FELDSPAR: Federated Learning with Model Ownership Protection and Privacy Armoring

Year: 2022

Principal researcher: Fernando Pérez González

Financing: Ministerio de Ciencia e Innovación. "Proyectos Estratégicos Orientados a la Transición Ecológica y a la Transición Digital" 2021

Period: 01/12/2022 - 30/09/2025

ID: TED2021-130624B-C21

AI is rapidly becoming one of the main driving forces of Digital Transition; however, for it to be really effective, AI requires access to large quantities of data to train increasingly complex machines. Although gathering and managing all this information can be a challenge by itself, the problem is considerably aggravated when dealing with highly privacy-sensitive information. The required raw data is typically held separately by multiple and independent institutions, so sharing it is not always possible due to the existence of strict data protection and privacy regulations, such as GDPR. Federated Learning (FL) has recently emerged as a convenient solution to address privacy concerns and regulations in this distributed data learning problem. Specifically, FL is a technology that enables collaborative machine learning (ML) by training local models on data distributed across multiple entities without exposing their private datasets.
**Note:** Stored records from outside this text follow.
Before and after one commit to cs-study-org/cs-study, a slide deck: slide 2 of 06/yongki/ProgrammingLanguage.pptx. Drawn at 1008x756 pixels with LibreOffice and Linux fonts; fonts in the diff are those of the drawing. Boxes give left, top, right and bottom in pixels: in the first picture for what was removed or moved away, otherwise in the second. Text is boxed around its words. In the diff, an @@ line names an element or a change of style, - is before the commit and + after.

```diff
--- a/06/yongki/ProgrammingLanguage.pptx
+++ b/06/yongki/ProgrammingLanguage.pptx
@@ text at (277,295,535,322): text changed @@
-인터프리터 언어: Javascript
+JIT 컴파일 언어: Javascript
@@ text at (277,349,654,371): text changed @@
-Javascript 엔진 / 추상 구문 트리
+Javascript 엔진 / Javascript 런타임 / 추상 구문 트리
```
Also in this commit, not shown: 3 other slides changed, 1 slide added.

Even though this type of collaborative training avoids outsourcing the local data to a central aggregator, in recent years, advanced research has been published pointing to the feasibility of re-identification of data subjects in the FL setting.
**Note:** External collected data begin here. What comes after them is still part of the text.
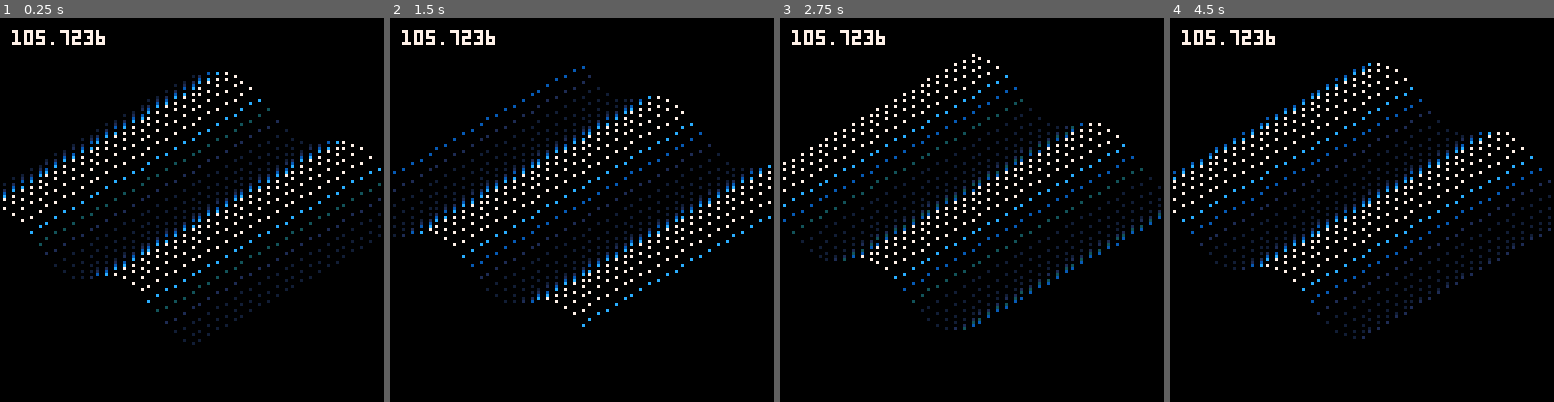
Above: before the commit, frames 1-4 (left to right).
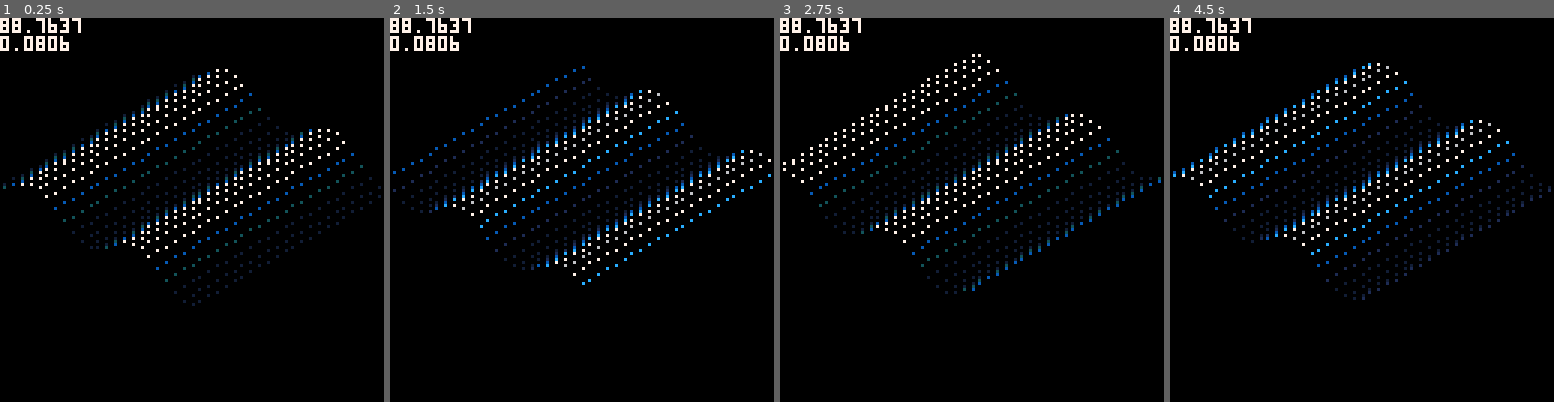
Above: after the commit, the same moments.

Repository: Sonat-Consulting/fagdag-pico8
Game: PICO-8 cartridge planlegging/playground/isometric.p8
Same seed, same stepped clock (60 frames per second), same inputs: the game is played once before the commit and once after it.
Inputs:
- Up to frame 1 (0.25 s): no input
- Up to frame 2 (1.5 s): no input
- Up to frame 3 (2.75 s): no input
- Up to frame 4 (4.5 s): no input

The runs differ from the first frame. In frame 1, 7.2% of the frame differs, in the area x 0-100%, y 0-86%; in frame 2, 6.9%; in frame 3, 7.0%; in frame 4, 7.4%, in the area x 0-100%, y 0-84%.

Commit message:
tiny fixes

Diff:
--- a/planlegging/playground/isometric.p8
+++ b/planlegging/playground/isometric.p8
@@ -9,7 +9,7 @@
 numcolors = 6
 
 function _init()
-    num = 28
+    num = 24
     coords = {}
     for y=0,num-1 do
         for x=0,num-1 do
@@ -22,7 +22,7 @@
     sqrt2 = 2 ^ 0.5
     sqrt6 = 6 ^ 0.5
 
-    isometricvector = {[0]=sqrt3, 0, -sqrt3,
+    isomatrix = {[0]=sqrt3, 0, -sqrt3,
                      1, 2, 1,
                      sqrt2, -sqrt2, sqrt2}
 
@@ -66,7 +66,7 @@
 end
 
 function isometric(coord)
-    local transformed = transformvector(coord, isometricvector)
+    local transformed = transformvector(coord, isomatrix)
     local projected = {[0] = transformed[0], transformed[4], 0}
     local scaled = multvector(transformed, 1 / sqrt6)
     scaled[0] += 64
@@ -76,7 +76,9 @@
 
 function _draw()
     cls(14)
-    print(stat(0), 4, 4, 15)
+    color(15)
+    print(stat(0))
+    print(stat(1))
     local count = 0
     for c in all(coords) do
         local i = isometric(c)

Another risk that gets considerably magnified when resorting to a collaborative learning model has to do with copyright infringements and ownership issues. In most current practical scenarios, collaborative training is seen as a convenient device to deal with privacy, and the global model is owned/managed by the aggregator (or a third party that acquires the copyright). However, from the way training is carried out, the aggregator must share intermediate models, partially or fully, with the data owners, so that they can locally compute updates using their available data. This multiplicity of copies of the same model dramatically increases the risk of leakage or theft, with enormous economic repercussions, since training a complex model demands huge amounts of data and energy.

The main objective of FELDSPAR is the elimination or mitigation of residual privacy risks of FL in order to restore trust and legal compliance. Research on the use of privacy-enhancing technologies will be applied to the FL model updates, and will include secure multiparty computation (SMPC), homomorphic encryption (HE), Trusted Execution Environments (TEE). The right balance between them will be achieved by trading off computational complexity, communication costs and the need for a specialized architecture. Another novel core contribution of FELDSPAR will be the measurement and containment of privacy risks, which will be achieved by devising a novel privacy metric, rooted in information-theoretic grounds and fitting the needs of FL. A third major contribution of FELDSPAR will be to propose novel algorithms for ML watermarking that are suitable for FL scenarios in order to protect copyright and assess compliance. Finally, taking inspiration from traitor-tracing codes used in classical watermarking, FELDSPAR will provide mechanisms for producing copies of the global model that are fingerprinted by the aggregator in order to trace possible unlawful uses by Data Owners. To these ends, FELDSPAR aims at conducting cutting-edge research on topics like multivariate ring-based lattice cryptography, multi-key homomorphic encryption, or triggering mechanisms for black-box watermarking.